INPUT:
----
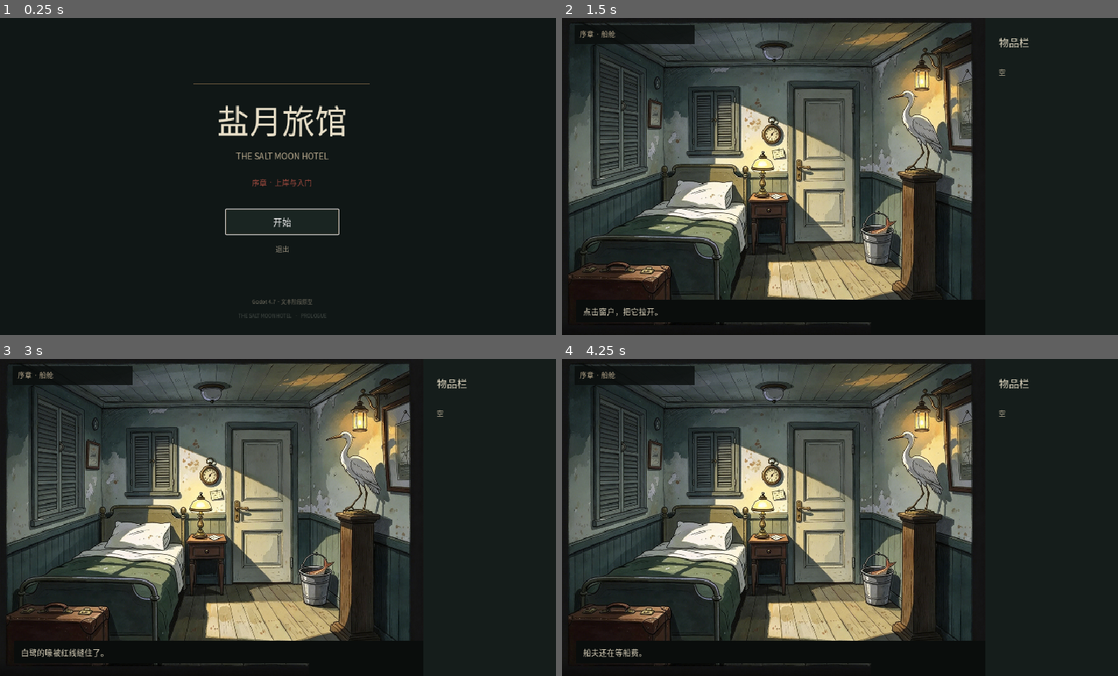
Above: before the commit, frames 1-4 (two rows, left to right).
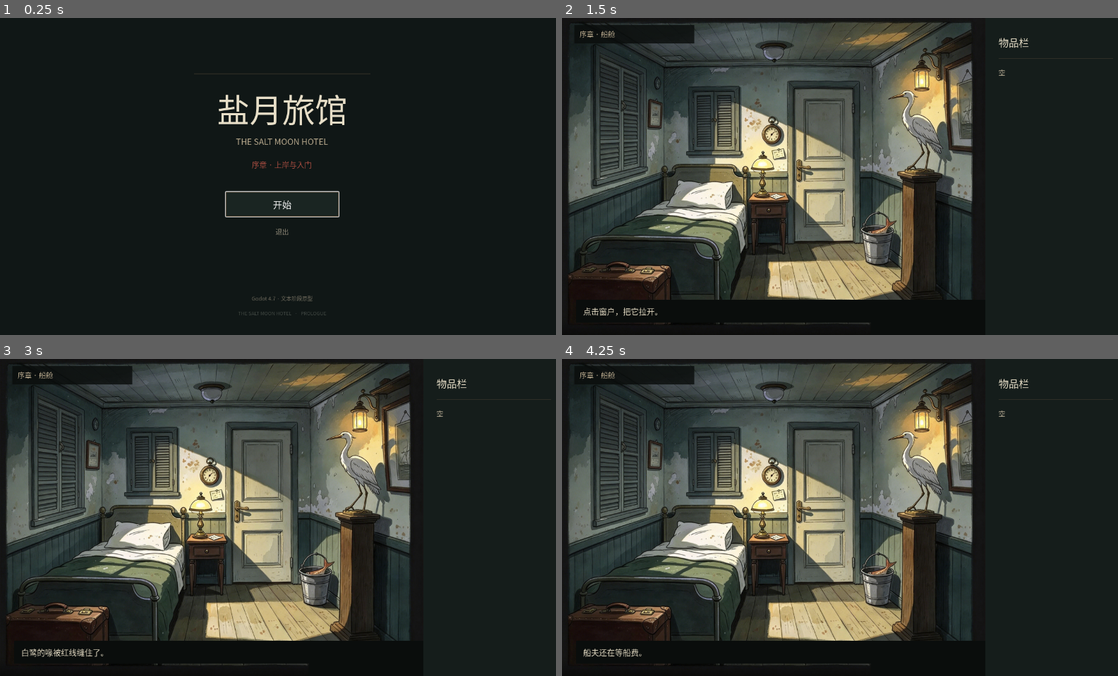
Above: after the commit, the same moments.

Repository: CorinJing/gugu_gaga
Game: Godot game, scene res://scenes/main.tscn
Same seed, same stepped clock (60 frames per second), same inputs: the game is played once before the commit and once after it.
Inputs (mouse positions are in pixels of both pictures, inside the frame that each line leads up to):
- Up to frame 1 (0.25 s): no input
- Up to frame 2 (1.5 s): click "开始" at 0.5 s; tap Enter at 1.25 s; move the mouse to (967, 160) at 1.27 s; click (967, 160) at 1.42 s
- Up to frame 3 (3 s): tap Space at 2 s; move the mouse to (166, 533) at 2.02 s; click (166, 533) at 2.17 s; tap Enter at 2.75 s; move the mouse to (339, 447) at 2.77 s; click (339, 447) at 2.92 s
- Up to frame 4 (4.25 s): tap Space at 3.5 s; move the mouse to (817, 580) at 3.52 s; click (817, 580) at 3.67 s

The runs differ from the first frame. In frame 1, 2.9% of the frame differs, in the area x 34-67%, y 17-95%; in frame 2, 3.6%; in frame 3, 3.6%, in the area x 1-100%, y 1-97%; in frame 4, 3.6%.

Commit message:
fix: 完成宽屏/4:3/竖屏响应式布局

Diff:
--- a/project.godot
+++ b/project.godot
@@ -25,8 +25,7 @@
 
 window/size/viewport_width=1280
 window/size/viewport_height=720
-window/stretch/mode="canvas_items"
-window/stretch/aspect="keep"
+window/stretch/mode="disabled"
 
 [gui]
 
--- a/scenes/prologue/prologue_demo.tscn
+++ b/scenes/prologue/prologue_demo.tscn
@@ -12,14 +12,23 @@
 grow_vertical = 2
 script = ExtResource("1_demo")
 
-[node name="Backdrop" type="ColorRect" parent="."]
+[node name="Backdrop" type="TextureRect" parent="."]
 layout_mode = 0
 offset_right = 960.0
 offset_bottom = 720.0
 mouse_filter = 2
-color = Color(0.0392157, 0.0509804, 0.0470588, 1)
+expand_mode = 1
+stretch_mode = 6
+modulate = Color(0.42, 0.42, 0.42, 1)
 
-[node name="Background" type="TextureRect" parent="."]
+[node name="Stage" type="Control" parent="."]
+layout_mode = 0
+offset_right = 960.0
+offset_bottom = 720.0
+mouse_filter = 2
+clip_contents = true
+
+[node name="Background" type="TextureRect" parent="Stage"]
 unique_name_in_owner = true
 layout_mode = 0
 offset_right = 960.0
@@ -28,7 +37,7 @@
 expand_mode = 1
 stretch_mode = 6
 
-[node name="WatermarkMask" type="ColorRect" parent="."]
+[node name="WatermarkMask" type="ColorRect" parent="Stage"]
 layout_mode = 0
 offset_left = 700.0
 offset_top = 640.0
@@ -37,7 +46,7 @@
 mouse_filter = 2
 color = Color(0.0392157, 0.0509804, 0.0470588, 1)
 
-[node name="CoinOverlay" type="TextureRect" parent="."]
+[node name="CoinOverlay" type="TextureRect" parent="Stage"]
 unique_name_in_owner = true
 visible = false
 layout_mode = 0
@@ -49,7 +58,7 @@
 expand_mode = 1
 stretch_mode = 5
 
-[node name="WindowHotspot" type="Control" parent="."]
+[node name="WindowHotspot" type="Control" parent="Stage"]
 unique_name_in_owner = true
 layout_mode = 0
 offset_left = 55.0
@@ -58,7 +67,7 @@
 offset_bottom = 330.0
 mouse_default_cursor_shape = 2
 
-[node name="SuitcaseHotspot" type="Control" parent="."]
+[node name="SuitcaseHotspot" type="Control" parent="Stage"]
 unique_name_in_owner = true
 layout_mode = 0
 offset_left = 45.0
@@ -67,7 +76,7 @@
 offset_bottom = 705.0
 mouse_default_cursor_shape = 2
 
-[node name="HeronHotspot" type="Control" parent="."]
+[node name="HeronHotspot" type="Control" parent="Stage"]
 unique_name_in_owner = true
 layout_mode = 0
 offset_left = 750.0
@@ -76,7 +85,7 @@
 offset_bottom = 610.0
 mouse_default_cursor_shape = 2
 
-[node name="FishHotspot" type="Control" parent="."]
+[node name="FishHotspot" type="Control" parent="Stage"]
 unique_name_in_owner = true
 layout_mode = 0
 offset_left = 645.0
@@ -85,7 +94,7 @@
 offset_bottom = 620.0
 mouse_default_cursor_shape = 2
 
-[node name="DoorHotspot" type="Control" parent="."]
+[node name="DoorHotspot" type="Control" parent="Stage"]
 unique_name_in_owner = true
 layout_mode = 0
 offset_left = 515.0
@@ -94,7 +103,7 @@
 offset_bottom = 510.0
 mouse_default_cursor_shape = 2
 
-[node name="FerrymanHotspot" type="Control" parent="."]
+[node name="FerrymanHotspot" type="Control" parent="Stage"]
 unique_name_in_owner = true
 visible = false
 layout_mode = 0
--- a/scripts/autoload/window_manager.gd
+++ b/scripts/autoload/window_manager.gd
@@ -1,15 +1,12 @@
 extends Node
 
-## Keep the game's 16:9 design space intact on any window size.
-## The 4:3 stage is part of that design space; resizing must not distort it.
+## Responsive shell: the window can be any size; scenes lay themselves out
+## against the real viewport instead of letterboxing a fixed 1280x720 frame.
 
-const DESIGN_SIZE := Vector2i(1280, 720)
 const MIN_SIZE := Vector2i(960, 540)
 
 
 func _ready() -> void:
 	var window := get_window()
-	window.content_scale_mode = Window.CONTENT_SCALE_MODE_CANVAS_ITEMS
-	window.content_scale_aspect = Window.CONTENT_SCALE_ASPECT_KEEP
-	window.content_scale_size = DESIGN_SIZE
+	window.content_scale_mode = Window.CONTENT_SCALE_MODE_DISABLED
 	window.min_size = MIN_SIZE
--- a/scripts/main.gd
+++ b/scripts/main.gd
@@ -2,12 +2,60 @@
 
 @onready var start_button: Button = %StartButton
 @onready var quit_button: Button = %QuitButton
+@onready var title_label: Label = $Title
+@onready var subtitle_label: Label = $Subtitle
+@onready var chapter_label: Label = $Chapter
+@onready var top_rule: ColorRect = $TopRule
+@onready var version_label: Label = $Version
+@onready var footer_label: Label = $Footer
 
 
 func _ready() -> void:
 	start_button.pressed.connect(_on_start_pressed)
 	quit_button.pressed.connect(_on_quit_pressed)
+	get_viewport().size_changed.connect(_layout)
+	_layout()
 	start_button.grab_focus()
+
+
+func _layout() -> void:
+	var vp := get_viewport_rect().size
+	if vp.x <= 1.0 or vp.y <= 1.0:
+		return
+	var s: float = clampf(minf(vp.x / 1280.0, vp.y / 720.0), 0.68, 2.2)
+	var cx := vp.x * 0.5
+	var top: float = maxf(40.0, (vp.y - 420.0 * s) * 0.5)
+
+	top_rule.position = Vector2(cx - 200.0 * s, top - 24.0 * s)
+	top_rule.size = Vector2(400.0 * s, 1.0)
+
+	title_label.position = Vector2(0.0, top)
+	title_label.size = Vector2(vp.x, 110.0 * s)
+	title_label.add_theme_font_size_override("font_size", int(74.0 * s))
+
+	subtitle_label.position = Vector2(0.0, top + 112.0 * s)
+	subtitle_label.size = Vector2(vp.x, 35.0 * s)
+	subtitle_label.add_theme_font_size_override("font_size", int(19.0 * s))
+
+	chapter_label.position = Vector2(0.0, top + 165.0 * s)
+	chapter_label.size = Vector2(vp.x, 35.0 * s)
+	chapter_label.add_theme_font_size_override("font_size", int(17.0 * s))
+
+	start_button.position = Vector2(cx - 128.0 * s, top + 245.0 * s)
+	start_button.size = Vector2(256.0 * s, 54.0 * s)
+	start_button.add_theme_font_size_override("font_size", int(21.0 * s))
+
+	quit_button.position = Vector2(cx - 128.0 * s, top + 315.0 * s)
+	quit_button.size = Vector2(256.0 * s, 40.0 * s)
+	quit_button.add_theme_font_size_override("font_size", int(15.0 * s))
+
+	version_label.position = Vector2(0.0, vp.y - 92.0 * s)
+	version_label.size = Vector2(vp.x, 24.0 * s)
+	version_label.add_theme_font_size_override("font_size", int(12.0 * s))
+
+	footer_label.position = Vector2(0.0, vp.y - 58.0 * s)
+	footer_label.size = Vector2(vp.x, 22.0 * s)
+	footer_label.add_theme_font_size_override("font_size", int(11.0 * s))
 
 
 func _on_start_pressed() -> void:
--- a/scripts/prologue/prologue_demo.gd
+++ b/scripts/prologue/prologue_demo.gd
@@ -11,6 +11,8 @@
 const COIN := preload("res://assets/art/items/coin_front_cut.png")
 
 @onready var hud: Control = $GameHUD
+@onready var stage: Control = $Stage
+@onready var backdrop: TextureRect = $Backdrop
 @onready var background: TextureRect = %Background
 @onready var coin_overlay: TextureRect = %CoinOverlay
 @onready var window_hotspot: Control = %WindowHotspot
@@ -32,8 +34,10 @@
 	door_hotspot.gui_input.connect(_on_door_input)
 	ferryman_hotspot.gui_input.connect(_on_ferryman_input)
 	hud.action_pressed.connect(_on_action_pressed)
+	get_viewport().size_changed.connect(_layout)
 	hud.set_location("序章 · 船舱")
 	_set_state(State.CABIN_CLOSED)
+	_layout()
 
 
 func _is_left_click(event: InputEvent) -> bool:
@@ -100,6 +104,51 @@
 			hud.set_location("序章 · 旅馆门口")
 			hud.set_prompt("你回来了。房间一直给你留着。")
 			hud.set_action("序章结束")
+	_layout()
+
+
+func _layout() -> void:
+	var vp := get_viewport_rect().size
+	if vp.x <= 1.0 or vp.y <= 1.0:
+		return
+
+	var aspect := vp.x / vp.y
+	var sidebar_rect: Rect2
+	var stage_size: Vector2
+	var stage_pos: Vector2
+	var scale: float = 1.0
+
+	if aspect >= 1.45:
+		# Wide: stage + right sidebar.
+		var sw: float = clampf(vp.x * 0.25, 260.0, 380.0)
+		sidebar_rect = Rect2(vp.x - sw, 0.0, sw, vp.y)
+		var area := Rect2(0.0, 0.0, vp.x - sw, vp.y)
+		scale = minf(area.size.x / 960.0, area.size.y / 720.0)
+		stage_size = Vector2(960.0, 720.0) * scale
+		stage_pos = area.position + (area.size - stage_size) * 0.5
+	elif aspect >= 1.30:
+		# Near-4:3: stage fills the window, inventory becomes a top bar.
+		var top_h: float = clampf(vp.y * 0.11, 70.0, 100.0)
+		sidebar_rect = Rect2(0.0, 0.0, vp.x, top_h)
+		var cover_scale: float = maxf(vp.x / 960.0, vp.y / 720.0)
+		stage_size = Vector2(960.0, 720.0) * cover_scale
+		stage_pos = (vp - stage_size) * 0.5
+	else:
+		# Portrait / square: stage on top, inventory at the bottom.
+		var sh: float = clampf(vp.y * 0.24, 140.0, 220.0)
+		sidebar_rect = Rect2(0.0, vp.y - sh, vp.x, sh)
+		var area := Rect2(0.0, 0.0, vp.x, vp.y - sh)
+		scale = minf(area.size.x / 960.0, area.size.y / 720.0)
+		stage_size = Vector2(960.0, 720.0) * scale
+		stage_pos = area.position + (area.size - stage_size) * 0.5
+
+	stage.position = stage_pos
+	stage.scale = Vector2(scale, scale)
+	backdrop.position = Vector2.ZERO
+	backdrop.size = vp
+	backdrop.texture = background.texture
+	backdrop.modulate = Color(0.22, 0.22, 0.22, 1.0)
+	hud.apply_layout(Rect2(stage_pos, stage_size), vp, sidebar_rect)
 
 
 func _show_coin() -> void:
--- a/scripts/prologue/prologue_end.gd
+++ b/scripts/prologue/prologue_end.gd
@@ -1,10 +1,39 @@
 extends Control
 
+@onready var title_label: Label = $Title
+@onready var subtitle_label: Label = $Subtitle
+@onready var placeholder_label: Label = $Placeholder
 @onready var back_button: Button = %BackButton
 
 
 func _ready() -> void:
 	back_button.pressed.connect(_on_back_pressed)
+	get_viewport().size_changed.connect(_layout)
+	_layout()
+
+
+func _layout() -> void:
+	var vp := get_viewport_rect().size
+	if vp.x <= 1.0 or vp.y <= 1.0:
+		return
+	var s: float = clampf(minf(vp.x / 1280.0, vp.y / 720.0), 0.68, 2.2)
+	var cx := vp.x * 0.5
+
+	title_label.position = Vector2(0.0, vp.y * 0.30)
+	title_label.size = Vector2(vp.x, 80.0 * s)
+	title_label.add_theme_font_size_override("font_size", int(44.0 * s))
+
+	subtitle_label.position = Vector2(0.0, vp.y * 0.30 + 90.0 * s)
+	subtitle_label.size = Vector2(vp.x, 34.0 * s)
+	subtitle_label.add_theme_font_size_override("font_size", int(18.0 * s))
+
+	placeholder_label.position = Vector2(0.0, vp.y * 0.30 + 145.0 * s)
+	placeholder_label.size = Vector2(vp.x, 26.0 * s)
+	placeholder_label.add_theme_font_size_override("font_size", int(13.0 * s))
+
+	back_button.position = Vector2(cx - 100.0 * s, vp.y * 0.66)
+	back_button.size = Vector2(200.0 * s, 44.0 * s)
+	back_button.add_theme_font_size_override("font_size", int(16.0 * s))
 
 
 func _on_back_pressed() -> void:
--- a/scripts/ui/game_hud.gd
+++ b/scripts/ui/game_hud.gd
@@ -6,6 +6,11 @@
 @onready var prompt_label: Label = %PromptLabel
 @onready var action_button: Button = %ActionButton
 @onready var location_label: Label = %LocationLabel
+@onready var sidebar: ColorRect = $Sidebar
+@onready var sidebar_title: Label = $SidebarTitle
+@onready var sidebar_line: ColorRect = $SidebarLine
+@onready var location_bg: ColorRect = $LocationBg
+@onready var prompt_bg: ColorRect = $PromptBg
 
 
 func _ready() -> void:
@@ -39,3 +44,64 @@
 	for id in GameState.inventory:
 		lines.append("· " + GameState.item_name(id))
 	inventory_label.text = "\n".join(lines)
+
+
+func apply_layout(stage_rect: Rect2, viewport_size: Vector2, sidebar_rect: Rect2) -> void:
+	var s: float = clampf(stage_rect.size.y / 720.0, 0.62, 2.2)
+	sidebar.position = sidebar_rect.position
+	sidebar.size = sidebar_rect.size
+
+	var top_mode := sidebar_rect.position.y <= 1.0 and sidebar_rect.size.y < viewport_size.y * 0.3
+	var bottom_mode := (not top_mode) and sidebar_rect.size.y < viewport_size.y * 0.8
+	var sx := sidebar_rect.position.x
+	var sy := sidebar_rect.position.y
+	var sw := sidebar_rect.size.x
+	var sh := sidebar_rect.size.y
+
+	if top_mode:
+		var uis: float = clampf(sh / 80.0, 0.8, 1.3)
+		sidebar_title.position = Vector2(sx + 24.0, sy + 12.0)
+		sidebar_title.size = Vector2(110.0 * uis, 32.0 * uis)
+		sidebar_title.add_theme_font_size_override("font_size", int(20.0 * uis))
+		sidebar_line.position = Vector2(sx + 150.0 * uis, sy + 13.0 * uis)
+		sidebar_line.size = Vector2(1.0, sh - 26.0 * uis)
+		inventory_label.position = Vector2(sx + 170.0 * uis, sy + 12.0 * uis)
+		inventory_label.size = Vector2(sw - 190.0 * uis, sh - 20.0 * uis)
+		inventory_label.add_theme_font_size_override("font_size", int(14.0 * uis))
+	elif bottom_mode:
+		var uis: float = clampf(sh / 180.0, 0.72, 1.35)
+		sidebar_title.position = Vector2(sx + 24.0, sy + 12.0)
+		sidebar_title.size = Vector2(sw - 48.0, 34.0 * uis)
+		sidebar_title.add_theme_font_size_override("font_size", int(21.0 * uis))
+		sidebar_line.position = Vector2(sx + 24.0, sy + 52.0)
+		sidebar_line.size = Vector2(sw - 48.0, 1.0)
+		inventory_label.position = Vector2(sx + 24.0, sy + 62.0)
+		inventory_label.size = Vector2(sw - 48.0, sh - 70.0)
+		inventory_label.add_theme_font_size_override("font_size", int(14.0 * uis))
+	else:
+		var uis: float = clampf(sw / 320.0, 0.78, 1.5)
+		sidebar_title.position = Vector2(sx + 30.0 * uis, sy + 38.0 * uis)
+		sidebar_title.size = Vector2(sw - 60.0 * uis, 40.0 * uis)
+		sidebar_title.add_theme_font_size_override("font_size", int(23.0 * uis))
+		sidebar_line.position = Vector2(sx + 30.0 * uis, sy + 92.0 * uis)
+		sidebar_line.size = Vector2(sw - 60.0 * uis, 1.0)
+		inventory_label.position = Vector2(sx + 30.0 * uis, sy + 112.0 * uis)
+		inventory_label.size = Vector2(sw - 60.0 * uis, sh - 140.0 * uis)
+		inventory_label.add_theme_font_size_override("font_size", int(15.0 * uis))
+
+	var loc_y := sidebar_rect.end.y + 12.0 if top_mode else stage_rect.position.y + 16.0 * s
+	location_bg.position = Vector2(stage_rect.position.x + 28.0 * s, loc_y)
+	location_bg.size = Vector2(272.0, 42.0) * s
+	location_label.position = Vector2(stage_rect.position.x + 40.0 * s, loc_y + 8.0 * s)
+	location_label.size = Vector2(250.0, 32.0) * s
+	location_label.add_theme_font_size_override("font_size", int(16.0 * s))
+
+	prompt_bg.position = stage_rect.position + Vector2(32.0, 640.0) * s
+	prompt_bg.size = Vector2(896.0, 52.0) * s
+	prompt_label.position = stage_rect.position + Vector2(48.0, 650.0) * s
+	prompt_label.size = Vector2(864.0, 34.0) * s
+	prompt_label.add_theme_font_size_override("font_size", int(18.0 * s))
+
+	action_button.position = stage_rect.position + Vector2(780.0, 580.0) * s
+	action_button.size = Vector2(148.0, 48.0) * s
+	action_button.add_theme_font_size_override("font_size", int(17.0 * s))
Not shown, changed: 更新日志.md
----
DESCRIPTION OF THE TASK: Could you copy, exactly and with no pictures, each line from the first one above to the line holding "window/size/viewport_width=1280"?

RESPONSE TO THIS EXERCISE:
Above: before the commit, frames 1-4 (two rows, left to right).
Above: after the commit, the same moments.

Repository: CorinJing/gugu_gaga
Game: Godot game, scene res://scenes/main.tscn
Same seed, same stepped clock (60 frames per second), same inputs: the game is played once before the commit and once after it.
Inputs (mouse positions are in pixels of both pictures, inside the frame that each line leads up to):
- Up to frame 1 (0.25 s): no input
- Up to frame 2 (1.5 s): click "开始" at 0.5 s; tap Enter at 1.25 s; move the mouse to (967, 160) at 1.27 s; click (967, 160) at 1.42 s
- Up to frame 3 (3 s): tap Space at 2 s; move the mouse to (166, 533) at 2.02 s; click (166, 533) at 2.17 s; tap Enter at 2.75 s; move the mouse to (339, 447) at 2.77 s; click (339, 447) at 2.92 s
- Up to frame 4 (4.25 s): tap Space at 3.5 s; move the mouse to (817, 580) at 3.52 s; click (817, 580) at 3.67 s

The runs differ from the first frame. In frame 1, 2.9% of the frame differs, in the area x 34-67%, y 17-95%; in frame 2, 3.6%; in frame 3, 3.6%, in the area x 1-100%, y 1-97%; in frame 4, 3.6%.

Commit message:
fix: 完成宽屏/4:3/竖屏响应式布局

Diff:
--- a/project.godot
+++ b/project.godot
@@ -25,8 +25,7 @@
 
 window/size/viewport_width=1280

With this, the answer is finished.